Life Technologies has received US Patent No. 7,727,716, "Detection of immobilized nucleic acid." The patent claims methods for determining the presence of immobilized nucleic acid using unsymmetrical cyanine dyes that are derivatives of thiazole orange, a staining solution, and select, non-genotoxic fluorogenic compounds. The methods include immobilizing nucleic acid on a support; contacting the nucleic acid with an unsymmetrical cyanine dye compound; and then illuminating the nucleic acid with an appropriate wavelength to detect its presence. According to the inventors, the use of non-genotoxic compounds represents "an improvement" over other methods that use ethidium bromide, a "known mutagen requiring special handling and waste procedures."

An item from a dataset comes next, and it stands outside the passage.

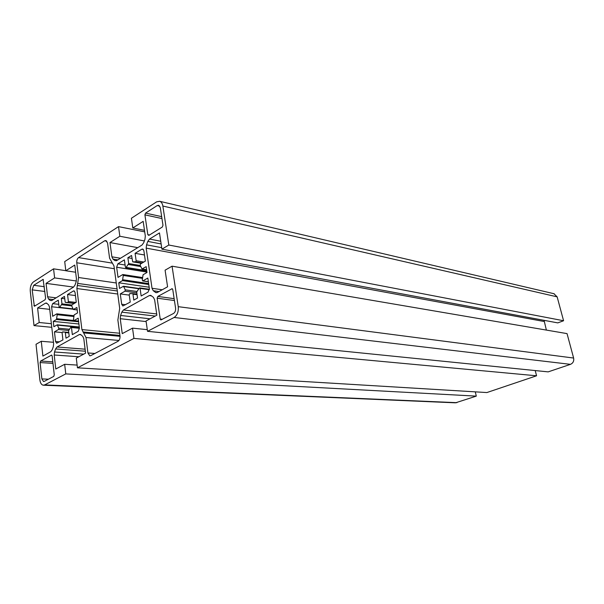 <?xml version="1.0" encoding="UTF-8"?>
<svg xmlns="http://www.w3.org/2000/svg" width="604" height="604" viewBox="0 0 604 604"><rect width="100%" height="100%" fill="white"/><g stroke="black" fill="none" stroke-linecap="round" stroke-linejoin="round"><path stroke-width="0.91" d="M68.041 302.476L68.373 301.524L67.542 294.548L73.363 291L74.043 290.864L75.062 292.479L76.255 302.257L72.019 304.778L71.778 306.047L73.326 309.482L76.889 307.459L77.561 312.925L74.179 314.888L73.431 319.78L73.93 320.618L78.195 318.165L79.411 328.093L78.263 331.302L72.337 334.631L71.483 327.519L70.781 327.255L68.554 330.75L69.226 336.375L65.995 338.187L65.338 332.577L65.013 332.072L62.62 331.883L62.106 332.864L62.929 339.909L56.633 343.238L55.568 341.547L54.458 331.845L58.535 329.49L58.777 328.244L57.274 324.809L53.877 326.719L53.265 321.388L56.482 319.486L57.214 314.699L56.731 313.884L52.684 316.292L51.589 306.741L52.669 303.623L58.301 300.188L59.101 307.104L59.6 307.549L61.955 303.842L61.314 298.353L64.485 296.413L65.134 301.924L65.443 302.415L68.041 302.476M135.764 261.781L136.149 260.739L135.092 253.325L141.849 249.203L142.748 249.044L143.858 250.698L145.36 261.102L140.445 264.031L140.173 265.398L141.993 268.991L146.168 266.643L147.006 272.457L143.08 274.744L142.265 280.022L142.861 280.898L147.821 278.036L149.354 288.614L148.048 292.117L141.155 295.99L140.075 288.41L139.728 287.889L139.252 288.161L136.7 292.019L137.538 298.014L133.794 300.12L132.963 294.148L132.608 293.627L129.815 293.544L129.196 294.616L130.238 302.121L122.846 305.979L121.676 304.242L120.272 293.914L124.998 291.188L125.262 289.837L123.503 286.251L119.532 288.463L118.762 282.793L122.484 280.596L123.284 275.439L122.718 274.586L118.029 277.379L116.647 267.225L117.871 263.835L124.386 259.863L125.398 267.21L125.979 267.663L128.69 263.571L127.874 257.734L131.551 255.484L132.706 261.849L135.764 261.781M53.56 268.84L54.617 277.908L46.07 283.367L47.595 296.783L48.509 298.965L50.072 300.392L51.71 300.535L73.537 287.119L75.002 285.043L76.104 281.902L76.444 278.837L74.753 265.05L65.806 270.758L64.711 261.592L118.512 226.628L119.841 236.255L109.973 242.559L111.891 256.798L112.978 259.086L114.805 260.528L116.715 260.581L142.008 245.043L143.692 242.732L144.952 239.312L145.315 236.013L143.171 221.358L132.805 227.98L131.415 218.24L156.64 201.849L159.698 201.298C161.359 201.895 162.408 203.472 162.861 206.039L168.818 245.028L161.925 249.158L159.479 232.925L149.513 239.063L147.806 241.396L146.546 244.831L146.176 248.131L152.027 288.282L153.242 290.743L156.013 292.698L157.372 292.472L167.587 286.794L165.088 270.184L172.057 266.183L178.248 306.673C178.663 311.702 177.282 315.296 174.118 317.47L147.527 331.324L146.047 320.951L156.874 315.182L154.624 299.795L153.401 297.311L150.645 295.341L149.309 295.567L123.435 309.98L121.804 312.155L120.589 315.454L120.234 318.701L122.242 333.627L132.533 328.146L133.945 338.399L77.455 367.821L76.285 358.096L85.579 353.151L83.805 338.723L82.786 336.36L80.309 334.382L79.313 334.571L57.033 346.983L55.606 348.946L54.534 351.989L54.201 355.001L55.787 369.014L64.658 364.295L65.776 373.906L44.651 384.907L43.178 385.186C41.412 384.771 40.317 383.027 39.894 379.954L36.029 344.288L41.268 341.283L42.899 356.088L50.827 351.679L52.238 349.731L53.303 346.704L53.635 343.691L49.468 306.991L48.546 304.786L46.349 303.004L45.376 303.208L37.607 307.995L39.2 322.506L34.005 325.609L30.268 291.09C30.057 286.915 31.091 283.872 33.371 281.962L53.56 268.84L65.798 270.675M34.005 325.609L51.778 327.315M39.2 322.506L51.37 323.714M37.607 307.995L49.739 309.354M41.268 341.283L53.477 342.287M65.776 373.906L476.299 396.126L455.507 402.823L43.601 385.209M475.288 391.853L476.299 396.126M64.658 364.295L77.123 365.08M77.455 367.821L486.877 392.555L536.563 375.786L133.945 338.399M535.22 370.569L536.563 375.786M132.533 328.146L147.293 329.663M147.527 331.324L548.16 371.875L570.478 364.348C573.09 363.147 574.132 361.049 573.619 358.044L567.043 333.612L172.057 266.183M544.053 320.331L546.371 330.078M161.925 249.158L557.794 322.891L563.577 320.747L168.818 245.028M553.883 293.687L557.145 296.851L563.577 320.747M132.805 227.98L144.484 230.335M109.973 242.559L137.757 247.655M119.841 236.255L144.348 240.943M118.512 226.628L144.703 231.876M65.806 270.758L75.636 272.23M46.07 283.367L73.575 287.089M54.617 277.908L76.353 280.988M33.733 285.292L43.126 279.365L45.625 298.195L45.089 299.735L34.352 306.273L32.178 289.86L33.733 285.292L44.326 286.689M147.821 234.669L144.907 214.858L145.549 213.099L157.206 205.571L158.724 205.3L160.309 207.678L162.974 225.247L162.317 227.036L148.833 235.394L147.821 234.669L149.482 234.994M78.573 257.598L104.628 240.807L105.942 240.551L107.557 243.065L109.588 258.225L113.952 265.888L119.69 308.395L117.871 319.999L120 335.899C120.173 338.436 119.509 340.233 118.014 341.283L90.766 355.635L89.792 355.809L87.912 352.955L86.002 337.523L81.91 329.588L76.874 288.531L78.58 277.508L76.761 262.77C76.617 260.43 77.221 258.708 78.573 257.598L112.268 263.118M41.88 378.904L40.098 362.566L40.634 361.041L51.604 355.084L52.14 355.945L54.269 374.858L53.726 376.405L44.266 381.373L43.518 381.517L41.88 378.904L48.373 379.214M157.818 296.428L172.132 288.704L172.767 289.603L175.575 308.093C175.779 310.592 175.092 312.389 173.514 313.484L160.868 319.977L160.211 319.055L157.153 298.187L157.818 296.428L174.141 298.67M127.874 257.734L131.966 258.437M118.762 282.793L149.15 287.217M120.272 293.914L129.271 295.13M135.092 253.325L144.477 254.986M61.314 298.353L64.764 298.776M53.265 321.388L78.905 323.993M54.458 331.845L62.114 332.547M67.542 294.548L75.44 295.56M68.373 301.524L75.945 302.445M59.788 307.345L72.956 308.863M136.149 260.739L143.782 262.038M126.198 267.429L146.764 270.758M45.376 303.208L47.052 303.404M44.651 384.907L456.896 402.672M54.201 355.001L78.822 356.745M54.534 351.989L83.73 354.133M55.606 348.946L85.345 351.218M57.033 346.983L85.096 349.18M79.313 334.571L81.011 334.722M120.234 318.701L146.138 321.577M120.589 315.454L150.049 318.814M121.804 312.155L155.198 316.073M123.435 309.98L156.693 313.959M149.309 295.567L151.604 295.877M174.118 317.47L570.478 364.348M178.248 306.673L573.619 358.044M155.273 292.328L157.115 292.593M153.242 290.743L159.003 291.566M152.027 288.282L162.25 289.761M146.176 248.131L544.106 321.494M146.546 244.831L161.698 247.678M147.806 241.396L161.14 243.948M149.513 239.063L160.732 241.245M162.861 206.039L557.145 296.851M114.805 260.528L116.315 260.777M112.978 259.086L117.825 259.901M111.891 256.798L120.498 258.263M50.072 300.392L51.627 300.581M48.509 298.965L53.303 299.554M47.595 296.783L56.104 297.832M171.687 288.78L172.442 288.886M157.153 298.187L174.428 300.535M160.211 319.055L162.423 319.305M40.098 362.566L52.978 363.374M40.634 361.041L52.805 361.826M51.332 355.137L51.793 355.175M128.69 263.571L140.226 265.488M128.418 264.514L140.838 266.568M117.871 263.835L125.096 265.02M116.647 267.225L146.953 272.087M123.284 275.439L142.506 278.391M122.869 279.75L148.622 283.593M122.484 280.596L148.75 284.492M123.805 286.59L138.875 288.742M125.262 289.837L136.753 291.445M124.998 291.188L136.814 292.827M121.676 304.242L125.587 304.726M132.676 293.65L137.01 294.246M132.963 294.148L137.078 294.707M140.075 288.41L149.354 289.739M142.861 280.898L148.35 281.721M142.25 268.946L146.606 269.656M141.849 249.203L143.382 249.482M135.545 261.834L142.234 262.966M132.85 261.849L141.623 263.329M61.955 303.842L71.816 305.012M61.721 304.718L71.717 305.896M52.669 303.623L58.784 304.341M51.589 306.741L73.061 309.203M57.214 314.699L73.801 316.496M56.814 318.716L73.507 320.46M56.482 319.486L78.641 321.789M57.561 325.148L79.313 327.293M58.777 328.244L69.362 329.256M58.535 329.49L68.562 330.441M55.568 341.547L59.441 341.872M65.051 332.087L68.758 332.427L65.013 332.072M65.338 332.577L68.811 332.902M71.483 327.519L79.426 328.289M73.93 320.618L78.558 321.101M73.522 309.444L77.184 309.867M73.363 291L74.526 291.151M67.905 302.521L74.481 303.314L67.882 302.521M65.542 302.415L74.232 303.457L65.481 302.415M104.628 240.807L106.878 241.222M76.761 262.77L114.33 268.727M78.58 277.508L116.255 282.982M77.924 283.45L117.055 288.908M77.214 285.466L117.335 290.977M76.874 288.531L117.75 294.027M81.91 329.588L119.637 333.234M82.922 331.936L119.932 335.439M84.016 332.94L120.037 336.315M86.002 337.523L118.935 340.467M87.912 352.955L94.858 353.476M144.907 214.858L161.963 218.565M145.549 213.099L161.668 216.632M157.206 205.571L159.773 206.16M42.809 279.433L43.352 279.509M32.178 289.86L44.87 291.483M33.884 305.488L35.515 305.677M159.698 201.298L554.253 293.778M125.775 267.715L146.817 271.113M122.959 274.541L142.589 277.576M123.503 286.251L139.056 288.47M130.011 293.589L131.015 293.733M132.608 293.627L137.01 294.231M139.728 287.889L149.392 289.278M142.657 280.943L148.365 281.804M142.038 268.999L146.613 269.746M132.752 261.857L141.593 263.344M59.449 307.595L73.046 309.157M56.919 313.846L73.831 315.688M57.274 324.809L79.275 326.983M63.299 332.057L64.137 332.14M71.159 327.013L79.373 327.813M73.786 320.664L78.565 321.162M73.371 309.49L77.191 309.928"/></g></svg>

Vector Tobacco of Morrisville, NC, has received US Patent No. 7,727,715, "Global gene expression analysis of human bronchial epithelial cells exposed to cigarette smoke, smoke condensates, or components thereof." The patent provides several methods to analyze genes that are modulated in normal human bronchial epithelial cells after exposure to cigarette smoke condensates or cigarette smoke. Methods described include a way to identify a gene that is modulated in response to tobacco exposure; methods to identify tobacco products that have a reduced potential to contribute to tobacco-related disease; methods to make tobacco products that have a reduced potential to contribute to a tobacco-related disease; methods to identify a subject's predilection to acquire a tobacco-related disease; the use of particular genes as biomarkers for tobacco-related disease; and patterns of gene expression or genetic signatures that are unique to particular tobacco products. Specifically, the methods include contacting isolated human cells of the mouth, tongue, oral cavity, or lungs with a tobacco product to modulate expression or modification of one or more genes or gene products, and identifying the gene that is modulated or the modified gene product (or the level or amount of gene expression or modification). According the patent, microarrays, gene chips, oligonucleotide arrays, RT-PCR, and other methods can be used in the analysis.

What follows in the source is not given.